Metal tolerance protein family members are involved in Mn homeostasis through internal compartmentation and exocytosis in Brassica napus

Mineral elements, including manganese (Mn), are indispensable for plant growth and development. However, plants cultivated on acidic soils are vulnerable to Mn²⁺ toxicity due to a prevalently phytotoxic level of Mn²⁺. Metal tolerance proteins (MTPs) were demonstrated to be essential for metal homeostasis and tolerance in different plant species. In this study, we present the functional characteristics of BnMTP8 and BnMTP9 from Brassica napus. The expression level of BnMTP8 was most prominent in rapeseed roots and was only markedly up-regulated in shoots by excess Mn²⁺. In contrast, BnMTP9 was most abundant in shoots. Expression of BnMTP8 and BnMTP9 in Saccharomyces cerevisiae compensated the Mn²⁺-hypersensitivity of Δpmr1 by increasing metal sequestration and efflux, respectively.

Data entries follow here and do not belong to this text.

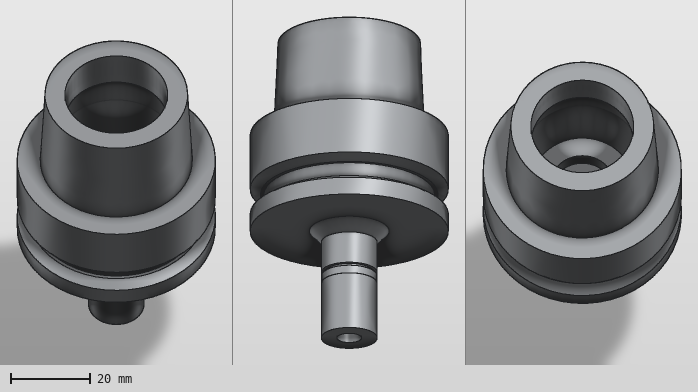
import cadquery as cq

total_height = 80.0
shoulder_z = 55.0
groove_top_z = 40.5
groove_bottom_z = 33.6
flange_bottom_z = 29.0
relief_top_z = 17.8
relief_bottom_z = 17.0
joint_z = 14.9

flange_radius = 25.0
nose_top_radius = 18.0
nose_base_radius = 19.2
shank_radius = 7.0
relief_radius = 6.2
collar_radius = 7.0

groove_floor_radius = 21.5
groove_side_radius = 22.4
groove_side_height = 1.5
root_cone_size = 3.0

mouth_radius = 13.0
mouth_depth = 10.0
undercut_radius = 15.0
undercut_depth = 19.2
undercut_cone_height = 14.4
pocket_radius = 8.0
pocket_floor_z = 42.0
housing_channel_radius = 3.4

tip_channel_radius = 3.1


def make_housing_outside():
    """Revolved outer form: a tapered nose, a flange and a shank with a conical root."""
    root_radius = shank_radius + root_cone_size
    root_z = flange_bottom_z - root_cone_size
    profile = (
        cq.Workplane("XZ")
        .moveTo(0, total_height)
        .lineTo(nose_top_radius, total_height)
        .lineTo(nose_base_radius, shoulder_z)
        .lineTo(flange_radius, shoulder_z)
        .lineTo(flange_radius, flange_bottom_z)
        .lineTo(root_radius, flange_bottom_z)
        .lineTo(shank_radius, root_z)
        .lineTo(shank_radius, relief_top_z)
        .lineTo(relief_radius, relief_top_z)
        .lineTo(relief_radius, relief_bottom_z)
        .lineTo(collar_radius, relief_bottom_z)
        .lineTo(collar_radius, joint_z)
        .lineTo(0, joint_z)
        .close()
    )
    return profile.revolve(360, (0, 0, 0), (0, 1, 0))


def make_grip_groove():
    """Ring to cut from the flange: sloped sides, a small ledge and a straight floor."""
    floor_top_z = groove_top_z - groove_side_height
    floor_bottom_z = groove_bottom_z + groove_side_height
    profile = cq.Workplane("XZ").polyline([
        (flange_radius, groove_top_z),
        (groove_side_radius, floor_top_z),
        (groove_floor_radius, floor_top_z),
        (groove_floor_radius, floor_bottom_z),
        (groove_side_radius, floor_bottom_z),
        (flange_radius, groove_bottom_z),
    ]).close()
    return profile.revolve(360, (0, 0, 0), (0, 1, 0))


def make_bore():
    """Stepped bore: mouth, wider undercut with a conical end, pocket and channel."""
    mouth_bottom_z = total_height - mouth_depth
    undercut_bottom_z = total_height - undercut_depth
    cone_bottom_z = undercut_bottom_z - undercut_cone_height
    profile = cq.Workplane("XZ").polyline([
        (0, total_height),
        (mouth_radius, total_height),
        (mouth_radius, mouth_bottom_z),
        (undercut_radius, mouth_bottom_z),
        (undercut_radius, undercut_bottom_z),
        (mouth_radius, cone_bottom_z),
        (pocket_radius, cone_bottom_z),
        (pocket_radius, pocket_floor_z),
        (housing_channel_radius, pocket_floor_z),
        (housing_channel_radius, joint_z),
        (0, joint_z),
    ]).close()
    return profile.revolve(360, (0, 0, 0), (0, 1, 0))


def make_housing():
    """Tool holder with a grip groove and an undercut bore."""
    return make_housing_outside().cut(make_grip_groove()).cut(make_bore())


def make_shank_tip():
    """Plain sleeve that continues the shank below the joint."""
    return cq.Workplane("XY").circle(shank_radius).circle(tip_channel_radius).extrude(joint_z)


housing = make_housing()
shank_tip = make_shank_tip()

result = cq.Compound.makeCompound([housing.val(), shank_tip.val()])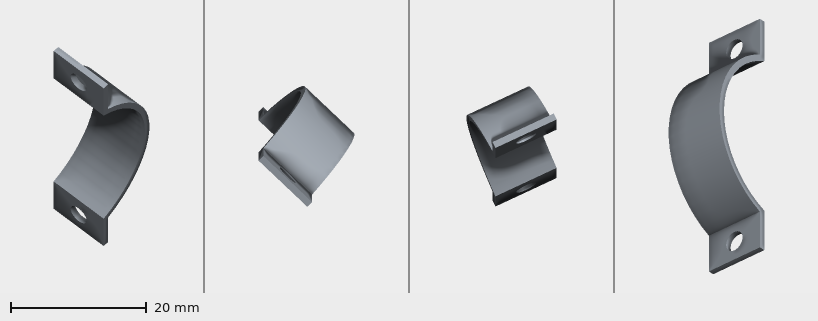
import cadquery as cq
import math

width = 10.0
height = 40.0
depth = 10.0
thickness = 1.0
outer_radius = 15.0
hole_diameter = 3.2
hole_spacing = 33.6

inner_radius = outer_radius - thickness
arch_center_y = depth - outer_radius


def half_chord(radius, y):
    """Half height of the arch circle where it meets the plane at y."""
    return math.sqrt(radius**2 - (y - arch_center_y) ** 2)


half_height = height / 2
inner_corner_z = half_chord(inner_radius, 0)
outer_corner_z = half_chord(outer_radius, thickness)

strip = (
    cq.Workplane("YZ")
    .moveTo(0, half_height)
    .lineTo(thickness, half_height)
    .lineTo(thickness, outer_corner_z)
    .threePointArc((depth, 0), (thickness, -outer_corner_z))
    .lineTo(thickness, -half_height)
    .lineTo(0, -half_height)
    .lineTo(0, -inner_corner_z)
    .threePointArc((depth - thickness, 0), (0, inner_corner_z))
    .close()
    .extrude(width / 2, both=True)
)

holes = (
    cq.Workplane("XZ", origin=(0, thickness, 0))
    .pushPoints([(0, hole_spacing / 2), (0, -hole_spacing / 2)])
    .circle(hole_diameter / 2)
    .extrude(thickness)
)

result = strip.cut(holes)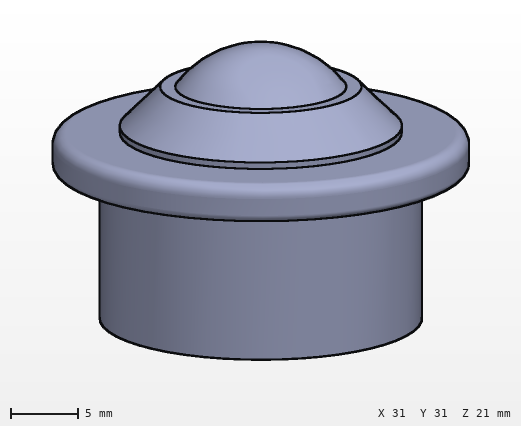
import cadquery as cq

total_height = 21.0
body_diameter = 24.0
body_height = 11.5
flange_diameter = 31.0
flange_thickness = 2.8
flange_top_fillet = 1.0
flange_bottom_fillet = 0.5
collar_diameter = 21.0
collar_rim_height = 0.5
collar_chamfer = 3.0
ball_radius = 7.95

flange_top = body_height + flange_thickness
collar_height = collar_rim_height + collar_chamfer


def disc(diameter, height, base):
    """Solid cylinder on the Z axis, standing at the given base height."""
    return cq.Workplane("XY").workplane(offset=base).circle(diameter / 2).extrude(height)


body = disc(body_diameter, body_height, 0)

flange = disc(flange_diameter, flange_thickness, body_height)
flange = flange.faces(">Z").edges().fillet(flange_top_fillet)
flange = flange.faces("<Z").edges().fillet(flange_bottom_fillet)

collar = disc(collar_diameter, collar_height, flange_top)
collar = collar.faces(">Z").edges().chamfer(collar_chamfer)

ball = cq.Workplane("XY").sphere(ball_radius).translate((0, 0, total_height - ball_radius))

result = body.union(flange).union(collar).union(ball)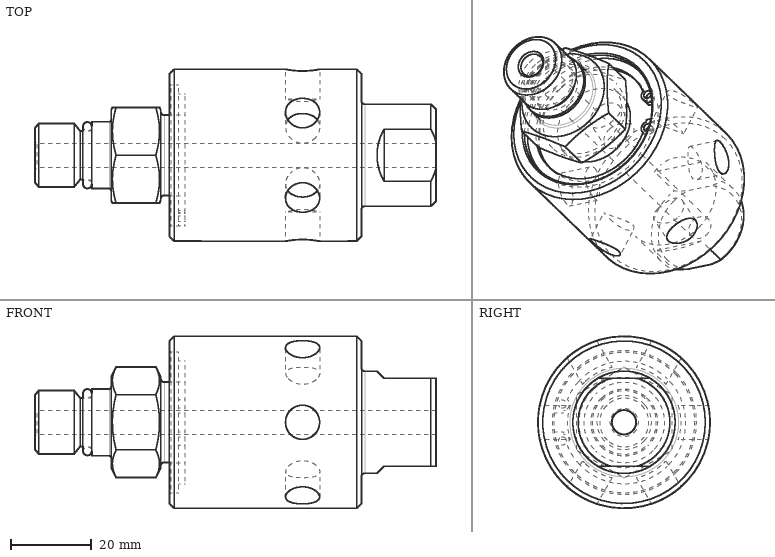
import cadquery as cq
import math


total_length = 99.7
thread_end = 9.8
thread_runout = 1.5
groove_end = 14.2
hex_start = 18.9
hex_end = 31.3
sleeve_start = 33.4
sleeve_end = 81.2
recess_floor = 37.2
flat_start = 86.8
hole_position = 66.5

bore_diameter = 6.0
bore_chamfer = 0.5
thread_diameter = 15.9
thread_chamfer_length = 1.0
thread_chamfer_depth = 1.2
groove_diameter = 12.2
collar_diameter = 16.7
collar_fillet = 0.5
hex_across_flats = 23.8
hex_face_diameter = 22.5
hex_chamfer_slope = 0.5
neck_diameter = 20.0
neck_fillet = 0.8

ring_section_diameter = 2.2

sleeve_diameter = 42.8
sleeve_chamfer = 1.2
recess_diameter = 35.0
recess_chamfer = 0.4
hole_count = 6
hole_diameter = 8.5
hole_floor_diameter = 28.1

clip_diameter = 37.2
clip_inner_diameter = 30.5
clip_thickness = 1.5
clip_gap = 4.7
ear_radius = 1.7
ear_hole_diameter = 2.0
ear_radial_position = 15.4
ear_offset = 4.6

boss_diameter = 25.4
boss_chamfer = 1.3
boss_fillet = 0.8
boss_across_flats = 21.9


def cylinder(start, end, diameter):
    return cq.Workplane("YZ", origin=(start, 0, 0)).circle(diameter / 2).extrude(end - start)


def make_stub():
    """Threaded end, O-ring groove and collar, up to the hexagon."""
    thread_radius = thread_diameter / 2
    groove_radius = groove_diameter / 2
    collar_radius = collar_diameter / 2
    groove_start = thread_end + thread_runout
    profile = (
        cq.Workplane("XY")
        .moveTo(0, 0)
        .lineTo(0, thread_radius - thread_chamfer_depth)
        .lineTo(thread_chamfer_length, thread_radius)
        .lineTo(thread_end, thread_radius)
        .lineTo(groove_start, groove_radius)
        .lineTo(groove_end, groove_radius)
        .lineTo(groove_end, collar_radius)
        .lineTo(hex_start - collar_fillet, collar_radius)
        .radiusArc((hex_start, collar_radius + collar_fillet), -collar_fillet)
        .lineTo(hex_start, 0)
        .close()
    )
    return profile.revolve(360, (0, 0, 0), (1, 0, 0))


def make_hexagon():
    """Hexagon with corners up and down, and both ends turned to a cone."""
    across_corners = hex_across_flats / math.cos(math.pi / 6)
    face_radius = hex_face_diameter / 2
    cone_rise = across_corners / 2 - face_radius
    cone_length = cone_rise * hex_chamfer_slope
    prism = (
        cq.Workplane("YZ", origin=(hex_start, 0, 0))
        .polygon(6, across_corners)
        .extrude(hex_end - hex_start)
        .rotate((0, 0, 0), (1, 0, 0), 90)
    )
    envelope = (
        cq.Workplane("XY")
        .moveTo(hex_start, 0)
        .lineTo(hex_start, face_radius)
        .lineTo(hex_start + cone_length, face_radius + cone_rise)
        .lineTo(hex_end - cone_length, face_radius + cone_rise)
        .lineTo(hex_end, face_radius)
        .lineTo(hex_end, 0)
        .close()
        .revolve(360, (0, 0, 0), (1, 0, 0))
    )
    return prism.intersect(envelope)


def make_neck():
    """Round neck that runs from the hexagon to the recess floor."""
    neck_radius = neck_diameter / 2
    profile = (
        cq.Workplane("XY")
        .moveTo(hex_end, 0)
        .lineTo(hex_end, neck_radius + neck_fillet)
        .radiusArc((hex_end + neck_fillet, neck_radius), -neck_fillet)
        .lineTo(recess_floor, neck_radius)
        .lineTo(recess_floor, 0)
        .close()
    )
    return profile.revolve(360, (0, 0, 0), (1, 0, 0))


def make_sleeve():
    """Outer sleeve with its front recess and the ring of blind radial holes."""
    sleeve = cylinder(sleeve_start, sleeve_end, sleeve_diameter).faces("<X or >X").chamfer(sleeve_chamfer)
    recess = cylinder(sleeve_start, recess_floor, recess_diameter)
    sleeve = sleeve.cut(recess)
    sleeve = sleeve.faces("<X").edges("%CIRCLE").edges(cq.selectors.RadiusNthSelector(0)).chamfer(recess_chamfer)

    core = cylinder(sleeve_start, sleeve_end, hole_floor_diameter)
    radial_hole = (
        cq.Workplane("XZ", origin=(hole_position, 0, 0))
        .circle(hole_diameter / 2)
        .extrude(sleeve_diameter)
        .cut(core)
    )
    for index in range(hole_count):
        angle = index * 360 / hole_count
        sleeve = sleeve.cut(radial_hole.rotate((0, 0, 0), (1, 0, 0), angle))
    return sleeve


def make_retaining_ring():
    """Open ring with two drilled ears beside the gap, which faces -Y."""
    start = recess_floor - clip_thickness
    ear_points = [(-ear_radial_position, side * ear_offset) for side in (-1, 1)]
    plane = cq.Workplane("YZ", origin=(start, 0, 0))
    ring = plane.circle(clip_diameter / 2).circle(clip_inner_diameter / 2).extrude(clip_thickness)
    ears = plane.pushPoints(ear_points).circle(ear_radius).extrude(clip_thickness)
    ear_holes = plane.pushPoints(ear_points).circle(ear_hole_diameter / 2).extrude(clip_thickness)
    gap_length = recess_diameter / 2
    gap = plane.center(-gap_length / 2, 0).rect(gap_length, clip_gap).extrude(clip_thickness)
    return ring.union(ears).cut(ear_holes).cut(gap)


def make_boss():
    """Outlet boss with two wrench flats that run out at 45 degrees."""
    boss_radius = boss_diameter / 2
    flat_height = boss_across_flats / 2
    flat_depth = boss_radius - flat_height
    boss = cylinder(sleeve_end, total_length, boss_diameter).faces(">X").chamfer(boss_chamfer)
    flat_cut = (
        cq.Workplane("XZ")
        .moveTo(flat_start - flat_depth, boss_radius)
        .lineTo(flat_start, flat_height)
        .lineTo(total_length, flat_height)
        .lineTo(total_length, boss_radius)
        .close()
        .extrude(boss_radius, both=True)
    )
    boss = boss.cut(flat_cut).cut(flat_cut.mirror("XY"))
    root_fillet = (
        cq.Workplane("XY")
        .moveTo(sleeve_end, 0)
        .lineTo(sleeve_end, boss_radius + boss_fillet)
        .radiusArc((sleeve_end + boss_fillet, boss_radius), -boss_fillet)
        .lineTo(sleeve_end + boss_fillet, 0)
        .close()
        .revolve(360, (0, 0, 0), (1, 0, 0))
    )
    return boss.union(root_fillet)


def make_joint_body():
    """Stub, hexagon, neck, sleeve, retaining ring and boss as one solid with a through bore."""
    body = make_sleeve()
    for section in (make_boss(), make_retaining_ring(), make_neck(), make_hexagon(), make_stub()):
        body = body.union(section)
    body = body.cut(cylinder(0, total_length, bore_diameter))
    bore_mouth = cq.Solid.makeCone(
        bore_diameter / 2 + bore_chamfer,
        bore_diameter / 2,
        bore_chamfer,
        dir=cq.Vector(1, 0, 0),
    )
    return body.cut(cq.Workplane(bore_mouth))


def make_o_ring():
    """O-ring that rests on the groove floor and against the collar."""
    section_radius = ring_section_diameter / 2
    centre_radius = groove_diameter / 2 + section_radius
    ring = cq.Solid.makeTorus(
        centre_radius,
        section_radius,
        pnt=cq.Vector(groove_end - section_radius, 0, 0),
        dir=cq.Vector(1, 0, 0),
    )
    return cq.Workplane(ring)


joint_body = make_joint_body()
o_ring = make_o_ring()

result = cq.Compound.makeCompound([joint_body.solids().val(), o_ring.val()])

In addition, heteroexpression of BnMTP8 restored Mn²⁺ tolerance of Arabidopsis mtp8 mutants and increased Mn²⁺ accumulation in tissues and leaf vacuoles. Expression of BnMTP9 in Arabidopsis mtp11 mutants restored their growth and reduced Mn²⁺ concentrations in mesophyll protoplasts and tissues upon elevated levels of Mn²⁺. Transient expression of GFP-fusion constructs in protoplasts showed that BnMTP8 and BnMTP9 localize to pre-vacuolar compartments and the trans-Golgi network, respectively. However, high extracellular Mn²⁺ in Arabidopsis root cells triggered BnMTP8-GFP relocation to the tonoplast and BnMTP9-GFP relocation to the plasma membrane, suggesting that these two proteins are involved in vacuolar Mn²⁺ sequestration and cytosolic Mn²⁺ export, respectively. Taken together, these findings indicate that BnMTP8 and BnMTP9 load Mn²⁺ into vesicles for subsequent delivery to the vacuole or secretion into extracellular spaces, respectively, thereby cooperating to maintain Mn²⁺ homeostasis in the roots and shoots of rapeseed.